_DESCRIPTION OF THE TASK_
Return exactly those lines of the material below that fall between the line holding "origin=(0, y, base_height))" and the line holding "relief_x = sign", inclusive.

_MATERIAL PROVIDED_
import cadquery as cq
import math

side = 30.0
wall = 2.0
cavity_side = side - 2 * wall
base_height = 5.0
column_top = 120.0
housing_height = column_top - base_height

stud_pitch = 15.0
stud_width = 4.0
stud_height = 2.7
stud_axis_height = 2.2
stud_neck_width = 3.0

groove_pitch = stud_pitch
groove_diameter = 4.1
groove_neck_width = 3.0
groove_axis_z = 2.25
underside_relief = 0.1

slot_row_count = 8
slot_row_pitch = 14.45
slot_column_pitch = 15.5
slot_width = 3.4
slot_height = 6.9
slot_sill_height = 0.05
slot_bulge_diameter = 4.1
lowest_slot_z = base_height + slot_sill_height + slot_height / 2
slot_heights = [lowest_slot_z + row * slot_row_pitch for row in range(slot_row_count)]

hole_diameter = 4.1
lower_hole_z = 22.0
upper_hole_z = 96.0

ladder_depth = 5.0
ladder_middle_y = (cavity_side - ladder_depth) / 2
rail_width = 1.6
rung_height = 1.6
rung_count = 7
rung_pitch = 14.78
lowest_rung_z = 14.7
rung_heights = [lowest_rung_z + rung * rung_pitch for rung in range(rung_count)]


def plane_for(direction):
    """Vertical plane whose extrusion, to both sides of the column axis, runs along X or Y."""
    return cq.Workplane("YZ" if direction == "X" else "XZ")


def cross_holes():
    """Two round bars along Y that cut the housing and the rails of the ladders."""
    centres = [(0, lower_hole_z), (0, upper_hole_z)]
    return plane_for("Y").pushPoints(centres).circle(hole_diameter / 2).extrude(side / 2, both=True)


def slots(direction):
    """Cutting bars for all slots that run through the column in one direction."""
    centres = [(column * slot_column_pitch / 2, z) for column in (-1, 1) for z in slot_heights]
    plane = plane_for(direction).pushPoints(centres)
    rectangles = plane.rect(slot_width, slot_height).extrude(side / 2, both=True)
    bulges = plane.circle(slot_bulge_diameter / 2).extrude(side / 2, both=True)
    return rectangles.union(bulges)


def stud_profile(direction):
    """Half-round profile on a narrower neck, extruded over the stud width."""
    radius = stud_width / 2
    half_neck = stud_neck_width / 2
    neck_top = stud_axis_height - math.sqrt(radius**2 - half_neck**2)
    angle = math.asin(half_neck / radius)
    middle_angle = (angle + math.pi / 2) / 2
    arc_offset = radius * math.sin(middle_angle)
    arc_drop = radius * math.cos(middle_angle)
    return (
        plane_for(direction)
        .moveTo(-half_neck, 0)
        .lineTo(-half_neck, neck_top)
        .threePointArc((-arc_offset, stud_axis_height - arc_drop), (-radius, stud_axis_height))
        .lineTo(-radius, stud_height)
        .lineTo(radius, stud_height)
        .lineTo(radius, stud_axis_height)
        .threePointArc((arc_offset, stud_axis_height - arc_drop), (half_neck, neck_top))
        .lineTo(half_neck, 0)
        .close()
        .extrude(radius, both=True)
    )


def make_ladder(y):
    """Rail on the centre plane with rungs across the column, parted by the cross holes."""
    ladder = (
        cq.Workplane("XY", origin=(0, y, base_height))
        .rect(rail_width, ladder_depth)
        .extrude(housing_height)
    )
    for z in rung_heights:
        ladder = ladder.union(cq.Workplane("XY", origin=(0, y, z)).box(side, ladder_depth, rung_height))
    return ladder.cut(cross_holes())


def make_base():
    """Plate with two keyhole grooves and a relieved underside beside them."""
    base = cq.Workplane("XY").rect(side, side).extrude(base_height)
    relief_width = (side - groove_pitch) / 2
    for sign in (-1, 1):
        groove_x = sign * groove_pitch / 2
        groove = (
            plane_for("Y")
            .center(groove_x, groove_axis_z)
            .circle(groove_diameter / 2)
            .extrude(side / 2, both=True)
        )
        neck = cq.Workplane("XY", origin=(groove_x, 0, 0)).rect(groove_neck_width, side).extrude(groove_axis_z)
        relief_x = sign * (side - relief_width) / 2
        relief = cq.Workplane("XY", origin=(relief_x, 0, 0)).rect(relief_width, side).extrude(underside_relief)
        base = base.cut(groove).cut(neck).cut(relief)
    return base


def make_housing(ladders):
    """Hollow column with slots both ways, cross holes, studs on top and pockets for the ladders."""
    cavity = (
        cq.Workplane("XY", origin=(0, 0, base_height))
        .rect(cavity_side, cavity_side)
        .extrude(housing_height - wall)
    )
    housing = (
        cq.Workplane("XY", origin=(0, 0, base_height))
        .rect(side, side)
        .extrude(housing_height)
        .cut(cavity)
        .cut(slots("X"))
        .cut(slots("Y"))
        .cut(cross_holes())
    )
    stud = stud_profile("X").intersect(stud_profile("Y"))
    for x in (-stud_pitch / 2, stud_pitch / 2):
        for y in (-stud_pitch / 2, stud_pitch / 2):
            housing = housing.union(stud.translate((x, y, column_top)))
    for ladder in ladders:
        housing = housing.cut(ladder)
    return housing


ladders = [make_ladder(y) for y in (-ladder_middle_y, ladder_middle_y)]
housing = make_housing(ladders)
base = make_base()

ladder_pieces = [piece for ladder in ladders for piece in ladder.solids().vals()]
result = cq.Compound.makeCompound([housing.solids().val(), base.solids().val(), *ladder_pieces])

_RESPONSE TO THE EXERCISE_
        cq.Workplane("XY", origin=(0, y, base_height))
        .rect(rail_width, ladder_depth)
        .extrude(housing_height)
    )
    for z in rung_heights:
        ladder = ladder.union(cq.Workplane("XY", origin=(0, y, z)).box(side, ladder_depth, rung_height))
    return ladder.cut(cross_holes())


def make_base():
    """Plate with two keyhole grooves and a relieved underside beside them."""
    base = cq.Workplane("XY").rect(side, side).extrude(base_height)
    relief_width = (side - groove_pitch) / 2
    for sign in (-1, 1):
        groove_x = sign * groove_pitch / 2
        groove = (
            plane_for("Y")
            .center(groove_x, groove_axis_z)
            .circle(groove_diameter / 2)
            .extrude(side / 2, both=True)
        )
        neck = cq.Workplane("XY", origin=(groove_x, 0, 0)).rect(groove_neck_width, side).extrude(groove_axis_z)
        relief_x = sign * (side - relief_width) / 2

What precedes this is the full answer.